La dimension de crise que prend la question des réfugiés et les inquiétudes qu'elle suscite dans nombre de pays européens n'est pas « à lire entièrement en termes de xénophobie », explique aussi le politologue. « Il faut bien avoir conscience que de nombreux pays européens traversent depuis 2008-2009 une crise économique et sociale et que beaucoup d'Européens, et de Français en particulier, s'interrogent sur la capacité de leur système économique et social à gérer dans un premier temps, à accueillir et à accompagner des flux migratoires importants », poursuit-il. C'est pourquoi l'inquiétude grandissante des Français serait « captée par le FN ».
Par ailleurs, Marine Le Pen apparaît pour une partie de l'opinion publique comme la seule à mettre en garde contre le danger de ghettoïsation de l'Europe. Autrement dit, pour une partie de l'opinion française, l'Hexagone ferait face à de trop nombreux problèmes pour consentir davantage de sacrifices.
La droite, qui tient un discours de plus en plus ferme sur les questions migratoires, peut-elle aller chasser des électeurs sur les terres du FN ? Pour M. Perrineau, le discours des Républicains est « un discours ferme », mais « pas le discours du Front national ». Il y aurait la volonté chez nombre de responsables des Républicains de traiter la question avec « fermeté et humanité (...), alors qu'au FN, on se demande souvent où est la préoccupation humanitaire », rappelle-t-il.
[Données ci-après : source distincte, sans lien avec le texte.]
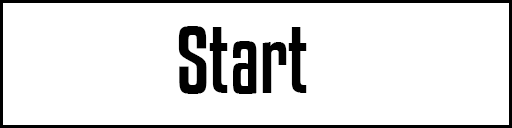
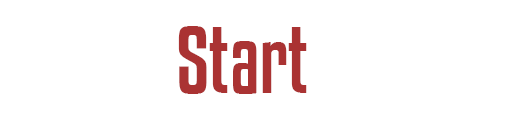
Two versions of the same layered image (512 x 128). Layer-by-layer changes:
hid "Layer 2" over [0, 0, 512, 128]
painted on "Start" (1st of 2) over [178, 26, 307, 94]
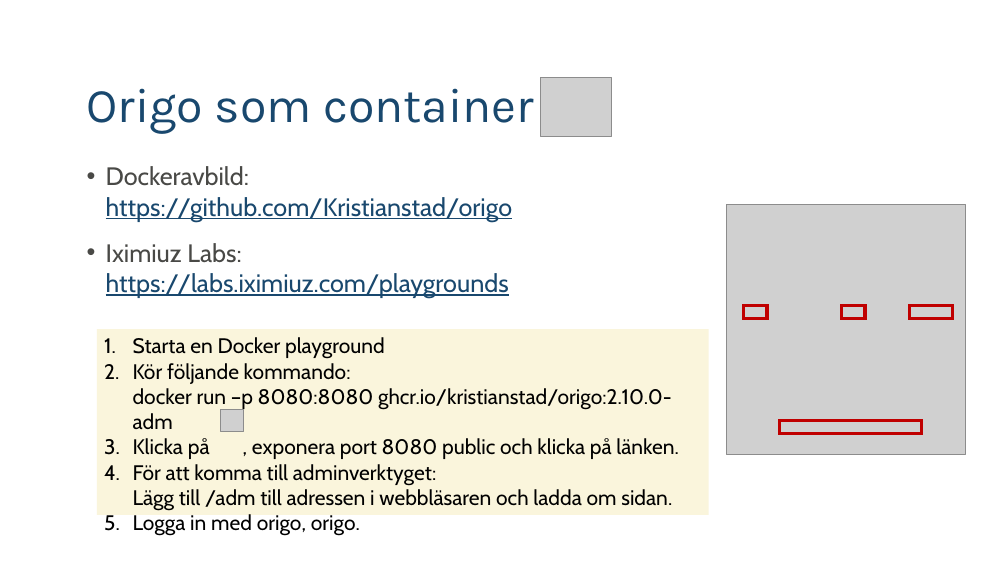
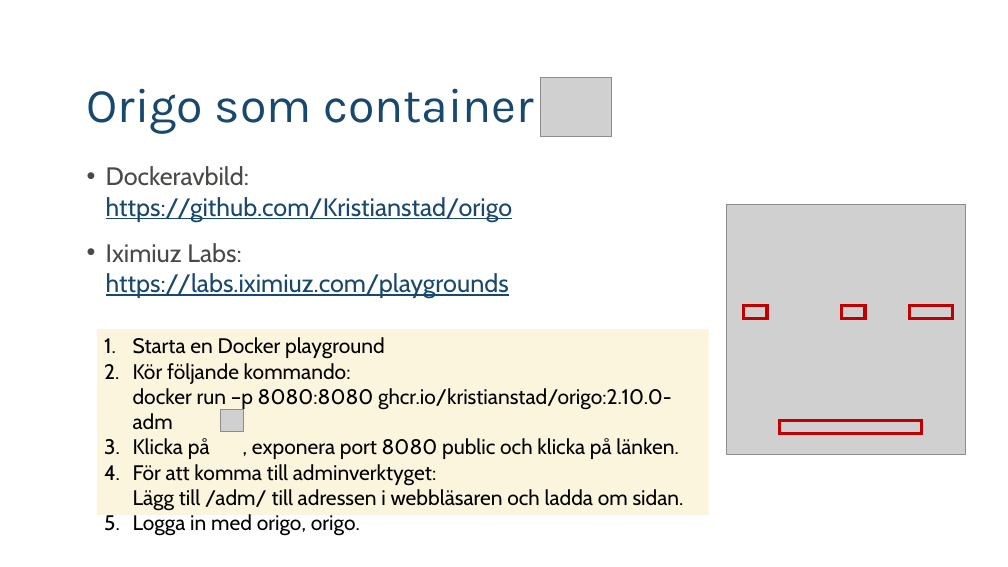
Before and after one commit to Kristianstad/origo, a slide deck: slide 2 of Origo_admin_tutorial_swedish.pptx. Drawn at 1008x567 pixels with LibreOffice and Linux fonts; fonts in the diff are those of the drawing; grey boxes stand for pictures; background and template pictures are left out. Boxes give left, top, right and bottom in pixels: in the first picture for what was removed or moved away, otherwise in the second. Text is boxed around its words. In the diff, an @@ line names an element or a change of style, - is before the commit and + after.

```diff
--- a/Origo_admin_tutorial_swedish.pptx
+++ b/Origo_admin_tutorial_swedish.pptx
@@ text in rectangle at (133, 464, 684, 511): text changed @@
-4. För att komma till adminverktyget:
-   Lägg till /adm till adressen i webbläsaren och ladda om sidan.
+4. För att komma till adminverktyget:
+   Lägg till /adm/ till adressen i webbläsaren och ladda om sidan.
```
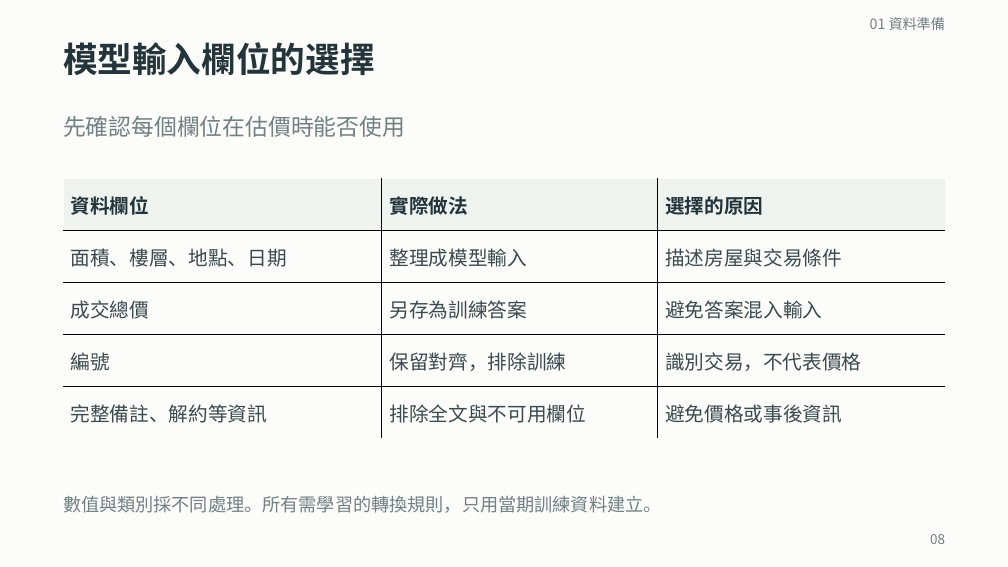
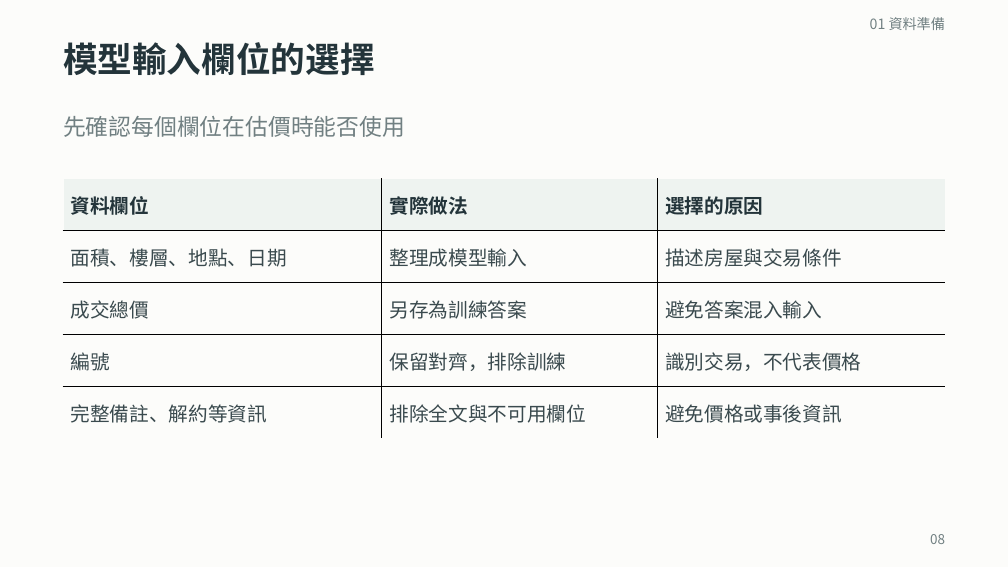
Before and after one commit to ziyi930108/nycu-house-price-regression, a slide deck: slide 8 of teaching/final_presentation/台灣房屋銷售價格預測挑戰賽_上台簡報.pptx. Drawn at 1008x567 pixels with LibreOffice and Linux fonts; fonts in the diff are those of the drawing. Boxes give left, top, right and bottom in pixels: in the first picture for what was removed or moved away, otherwise in the second. Text is boxed around its words. In the diff, an @@ line names an element or a change of style, - is before the commit and + after.

```diff
--- a/teaching/final_presentation/台灣房屋銷售價格預測挑戰賽_上台簡報.pptx
+++ b/teaching/final_presentation/台灣房屋銷售價格預測挑戰賽_上台簡報.pptx
@@ text removed at [63, 496, 662, 513] @@
-數值與類別採不同處理。所有需學習的轉換規則，只用當期訓練資料建立。
```
Also in this commit, not shown: 14 other slides changed, 1 slide added, 4 slides removed, 52 other files.

En d'autres termes, même si les Républicains tendent à tenir un discours alarmiste, ils ne le pousseraient pas assez loin pour s'accaparer les électeurs du FN. Revoir Schengen ne serait d'ailleurs pas uniquement l'apanage de la droite et de l'extrême-droite, puisqu'elle agite la réflexion également à gauche. Dans certaines régions, telles que PACA ou Nord-Pas-de-Calais, une « course-poursuite » se jouerait entre la droite et le FN. Mais ailleurs, ce ne serait pas le cas.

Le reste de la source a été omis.